WHAT NEEDS TO BE DONE: Below are lines of data; restate word for word those running from the line containing "center + w)" to the line containing "-414,6 +415,12 @@", inclusive, and no others.

····················

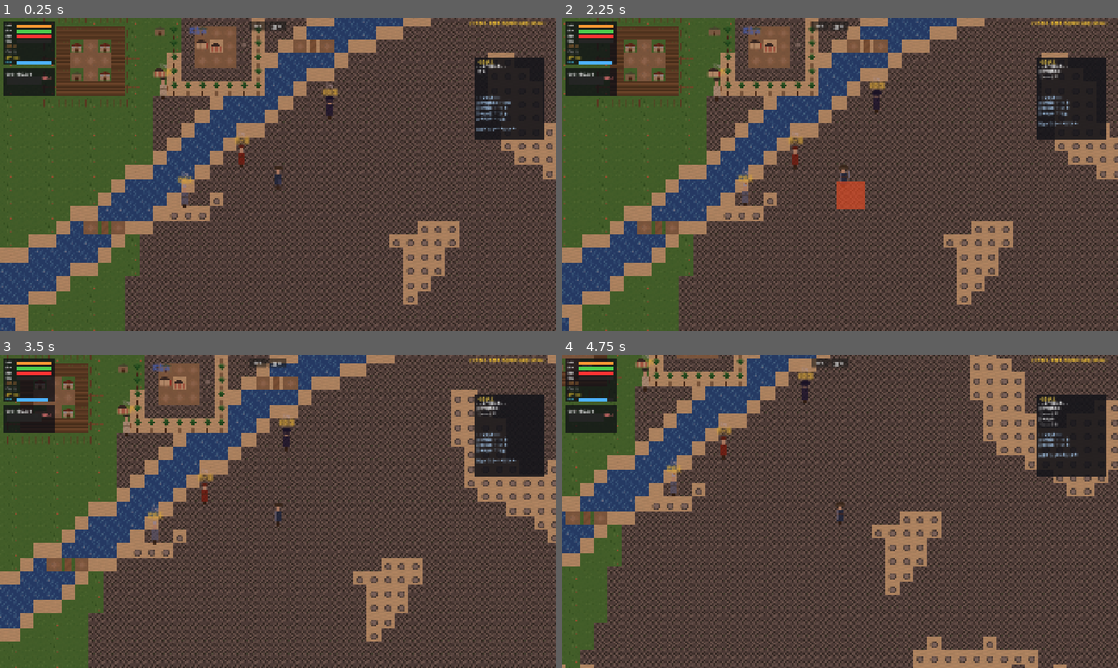
Above: before the commit, frames 1-4 (two rows, left to right).
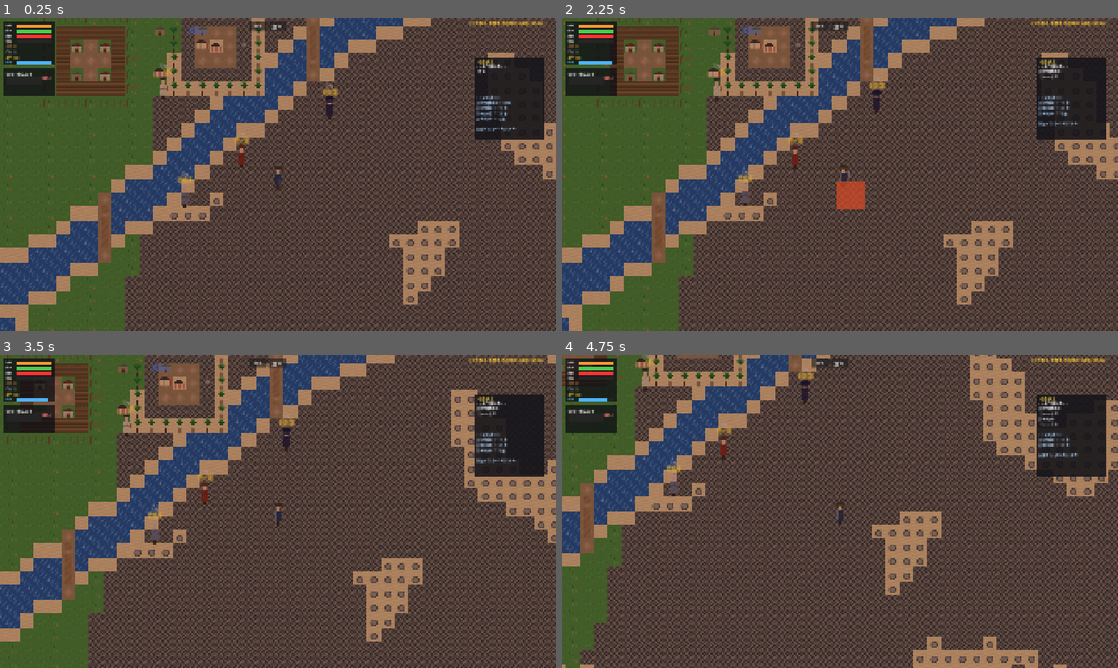
Above: after the commit, the same moments.

Repository: Xeehho/kufuworld
Game: Godot game, scene res://scenes/main.tscn
The game is run twice, just before and just after one commit, with the same random seed, the same clock (stepped at 60 frames per second) and the same inputs.
Inputs (mouse positions are in pixels of both pictures, inside the frame that each line leads up to):
- Up to frame 1 (0.25 s): no input
- Up to frame 2 (2.25 s): click "奇遇" at 0.5 s; click "立誓" at 1.25 s; tap Enter at 2 s; move the mouse to (962, 158) at 2.02 s; hold D (ui_right) from 2.03 s (still down); tap 1 (build_slot_1) at 2.1 s; click (962, 158) at 2.17 s
- Up to frame 3 (3.5 s): tap R (shop_use_equip) at 2.27 s; release D (ui_right) at 2.75 s; drag from (166, 527) to (88, 467) at 2.77 s
- Up to frame 4 (4.75 s): tap Space (player_dodge) at 3.5 s; move the mouse to (895, 442) at 3.52 s; hold D (ui_right) 3.53-4.25 s; tap 3 (build_slot_3) at 3.6 s; drag from (812, 574) to (673, 464) at 4.27 s

The runs differ from the first frame. In frame 1, 1.3% of the frame differs, in the area x 15-61%, y 0-79%; in frame 2, 1.4%, in the area x 13-59%, y 0-79%; in frame 3, 1.3%; in frame 4, 0.8%.

Commit message:
持续优化

Diff:
--- a/scripts/Main.gd
+++ b/scripts/Main.gd
@@ -49,11 +49,11 @@
 			add_child(frame_gen)
 			frame_gen.queue_free()
 			print("[Main] Frame resources generated")
-	# 检查瓦片集是否有效（文件存在且有瓦片源）
+	# 检查瓦片集是否有效（文件存在、有瓦片源、有物理碰撞层）
 	var need_tileset = true
 	if ResourceLoader.exists("res://tilesets/ground_tiles.tres"):
 		var existing_ts = load("res://tilesets/ground_tiles.tres") as TileSet
-		if existing_ts and existing_ts.get_source_count() > 0:
+		if existing_ts and existing_ts.get_source_count() > 0 and existing_ts.get_physics_layers_count() > 0:
 			need_tileset = false
 	if need_tileset:
 		var tileset_gen_script = load("res://scripts/tileset_generator.gd")
--- a/scripts/player.gd
+++ b/scripts/player.gd
@@ -34,11 +34,16 @@
 var build_menu: Control = null
 var build_labels: Array = []
 var build_selected_index: int = -1
+# 玩家碰撞形状半尺寸（与CollisionShape2D一致：24x36）
+const COLLISION_HALF_W = 12.0
+const COLLISION_HALF_H = 18.0
+var _world_gen: Node2D = null
 
 func _ready():
 	attack_indicator.visible = false
 	combo_tree = load("res://resources/combo_tree.tres") if ResourceLoader.exists("res://resources/combo_tree.tres") else null
 	combat_stance = get_node_or_null("/root/Main/CombatStance")
+	_world_gen = get_node_or_null("/root/Main/World/WorldGenerator")
 
 func _update_facing(dir: Vector2):
 	if abs(dir.x) > abs(dir.y):
@@ -66,6 +71,40 @@
 		anim.play(anim_name)
 	elif anim and anim.sprite_frames and anim.sprite_frames.has_animation(prefix):
 		anim.play(prefix)
+
+func _check_tile_collision():
+	"""检测玩家碰撞矩形四角是否在碰撞瓦片上，阻止对应方向的移动"""
+	if _world_gen == null or not _world_gen.has_method("is_tile_blocking"):
+		return
+	var pos = global_position
+	# 检测X方向：用前方两个角
+	var x_blocked = false
+	if velocity.x > 0:
+		# 向右移动，检查右侧两角
+		if _world_gen.is_tile_blocking(Vector2(pos.x + COLLISION_HALF_W, pos.y - COLLISION_HALF_H)) or \
+		   _world_gen.is_tile_blocking(Vector2(pos.x + COLLISION_HALF_W, pos.y + COLLISION_HALF_H)):
+			x_blocked = true
+	elif velocity.x < 0:
+		# 向左移动，检查左侧两角
+		if _world_gen.is_tile_blocking(Vector2(pos.x - COLLISION_HALF_W, pos.y - COLLISION_HALF_H)) or \
+		   _world_gen.is_tile_blocking(Vector2(pos.x - COLLISION_HALF_W, pos.y + COLLISION_HALF_H)):
+			x_blocked = true
+	# 检测Y方向：用前方两个角
+	var y_blocked = false
+	if velocity.y > 0:
+		# 向下移动，检查下方两角
+		if _world_gen.is_tile_blocking(Vector2(pos.x - COLLISION_HALF_W, pos.y + COLLISION_HALF_H)) or \
+		   _world_gen.is_tile_blocking(Vector2(pos.x + COLLISION_HALF_W, pos.y + COLLISION_HALF_H)):
+			y_blocked = true
+	elif velocity.y < 0:
+		# 向上移动，检查上方两角
+		if _world_gen.is_tile_blocking(Vector2(pos.x - COLLISION_HALF_W, pos.y - COLLISION_HALF_H)) or \
+		   _world_gen.is_tile_blocking(Vector2(pos.x + COLLISION_HALF_W, pos.y - COLLISION_HALF_H)):
+			y_blocked = true
+	if x_blocked:
+		velocity.x = 0
+	if y_blocked:
+		velocity.y = 0
 
 func _physics_process(delta):
 	match state:
@@ -107,6 +146,7 @@
 		spd = SPRINT_SPEED
 		GameManager.stamina = max(GameManager.stamina - 8.0 * _delta, 0)
 	velocity = input_dir * spd
+	_check_tile_collision()
 	_play_anim("walk")
 	move_and_slide()
 	_check_combat_input()
@@ -285,6 +325,7 @@
 func _process_dodge(delta):
 	dodge_timer -= delta
 	velocity = dodge_dir * DODGE_SPEED
+	_check_tile_collision()
 	move_and_slide()
 	if dodge_timer <= 0:
 		attack_indicator.visible = false
--- a/scripts/tileset_generator.gd
+++ b/scripts/tileset_generator.gd
@@ -3,8 +3,6 @@
 
 func _ready():
 	_generate_tileset()
-	if not Engine.is_editor_hint():
-		get_tree().quit()
 
 func _generate_tileset():
 	var ts = TileSet.new()
@@ -32,8 +30,8 @@
 		18: "res://sprites/tiles/grass_dark.png",
 	}
 
-	# 需要碰撞的瓦片ID：5=水, 3=山, 7=雪山
-	var collision_tile_ids = [5, 3, 7]
+	# 需要碰撞的瓦片ID：5=水, 3=山, 7=雪山, 2=城镇房屋, 10=茅屋, 11=寺庙, 12=洞穴入口, 14=石头, 15=栅栏
+	var collision_tile_ids = [5, 3, 7, 2, 10, 11, 12, 14, 15]
 	# 先添加物理层（在循环之前）
 	ts.add_physics_layer()
 
--- a/scripts/world_generator.gd
+++ b/scripts/world_generator.gd
@@ -23,7 +23,7 @@
 # 河流和城镇的覆盖数据（瓦片坐标 -> tile_id）
 var override_cells: Dictionary = {}
 # 需要碰撞的瓦片集合
-var collision_tiles: Array = [5, 3, 7]
+var collision_tiles: Array = [5, 3, 7, 2, 10, 11, 12, 14, 15]
 
 var poi_templates = []
 
@@ -163,21 +163,22 @@
 			else:
 				center = int(round(curve_val))
 
-			var bridge_cell: Vector2i
+			# 桥横跨河流水面部分（水面固定3格宽：w=-1,0,1）
+			for w in range(-1, 2):
+				var bridge_cell: Vector2i
+				if horizontal:
+					bridge_cell = Vector2i(t, center + w)
+				else:
+					bridge_cell = Vector2i(center + w, t)
+				override_cells[bridge_cell] = 17  # 桥
+
+			# 桥两端连接河岸铺路
 			if horizontal:
-				bridge_cell = Vector2i(t, center)
+				override_cells[Vector2i(t, center - 2)] = 1  # 上岸路
+				override_cells[Vector2i(t, center + 2)] = 1  # 下岸路
 			else:
-				bridge_cell = Vector2i(center, t)
-
-			# 桥替换水面
-			override_cells[bridge_cell] = 17  # 桥
-			# 桥两端铺路
-			if horizontal:
-				override_cells[Vector2i(t - 1, center)] = 1  # 路
-				override_cells[Vector2i(t + 1, center)] = 1  # 路
-			else:
-				override_cells[Vector2i(center, t - 1)] = 1  # 路
-				override_cells[Vector2i(center, t + 1)] = 1  # 路
+				override_cells[Vector2i(center - 2, t)] = 1  # 左岸路
+				override_cells[Vector2i(center + 2, t)] = 1  # 右岸路
 
 	print("[WorldGen] Generated " + str(river_count) + " rivers")
 
@@ -414,6 +415,12 @@
 
 func _get_ground_tile(x: int, y: int) -> int:
 	"""获取指定位置的地面瓦片ID（不含装饰物）"""
+	var cell = Vector2i(x, y)
+	if override_cells.has(cell):
+		var ov = override_cells[cell]
+		# 桥下面铺路，使桥可通行（避免水面碰撞阻挡）
+		if ov == 17:
+			return 1  # 路
 	var t = get_terrain(x, y)
 	match t:
 		Terrain.WATER: return 5
@@ -428,6 +435,22 @@
 func _unload_chunk(chunk: Vector2i):
 	# 使用单一TileMap时，不卸载chunk以避免空隙
 	loaded_chunks.erase(chunk)
+
+# ============ 瓦片碰撞查询 ============
+
+func is_tile_blocking(world_pos: Vector2) -> bool:
+	"""检查世界坐标位置是否在碰撞瓦片上（供玩家移动检测使用）"""
+	var tx = int(floor(world_pos.x / TILE_SIZE_PX))
+	var ty = int(floor(world_pos.y / TILE_SIZE_PX))
+	var cell = Vector2i(tx, ty)
+	# 优先查world_cells缓存
+	if world_cells.has(cell):
+		return world_cells[cell] in collision_tiles
+	# 回退：查override_cells或计算地形
+	if override_cells.has(cell):
+		return override_cells[cell] in collision_tiles
+	var tid = get_tile_id(tx, ty)
+	return tid in collision_tiles
 
 # ============ POI周围chunk强制加载 ============

····················

WORKED SOLUTION:
+					bridge_cell = Vector2i(t, center + w)
+				else:
+					bridge_cell = Vector2i(center + w, t)
+				override_cells[bridge_cell] = 17  # 桥
+
+			# 桥两端连接河岸铺路
 			if horizontal:
-				bridge_cell = Vector2i(t, center)
+				override_cells[Vector2i(t, center - 2)] = 1  # 上岸路
+				override_cells[Vector2i(t, center + 2)] = 1  # 下岸路
 			else:
-				bridge_cell = Vector2i(center, t)
-
-			# 桥替换水面
-			override_cells[bridge_cell] = 17  # 桥
-			# 桥两端铺路
-			if horizontal:
-				override_cells[Vector2i(t - 1, center)] = 1  # 路
-				override_cells[Vector2i(t + 1, center)] = 1  # 路
-			else:
-				override_cells[Vector2i(center, t - 1)] = 1  # 路
-				override_cells[Vector2i(center, t + 1)] = 1  # 路
+				override_cells[Vector2i(center - 2, t)] = 1  # 左岸路
+				override_cells[Vector2i(center + 2, t)] = 1  # 右岸路
 
 	print("[WorldGen] Generated " + str(river_count) + " rivers")
 
@@ -414,6 +415,12 @@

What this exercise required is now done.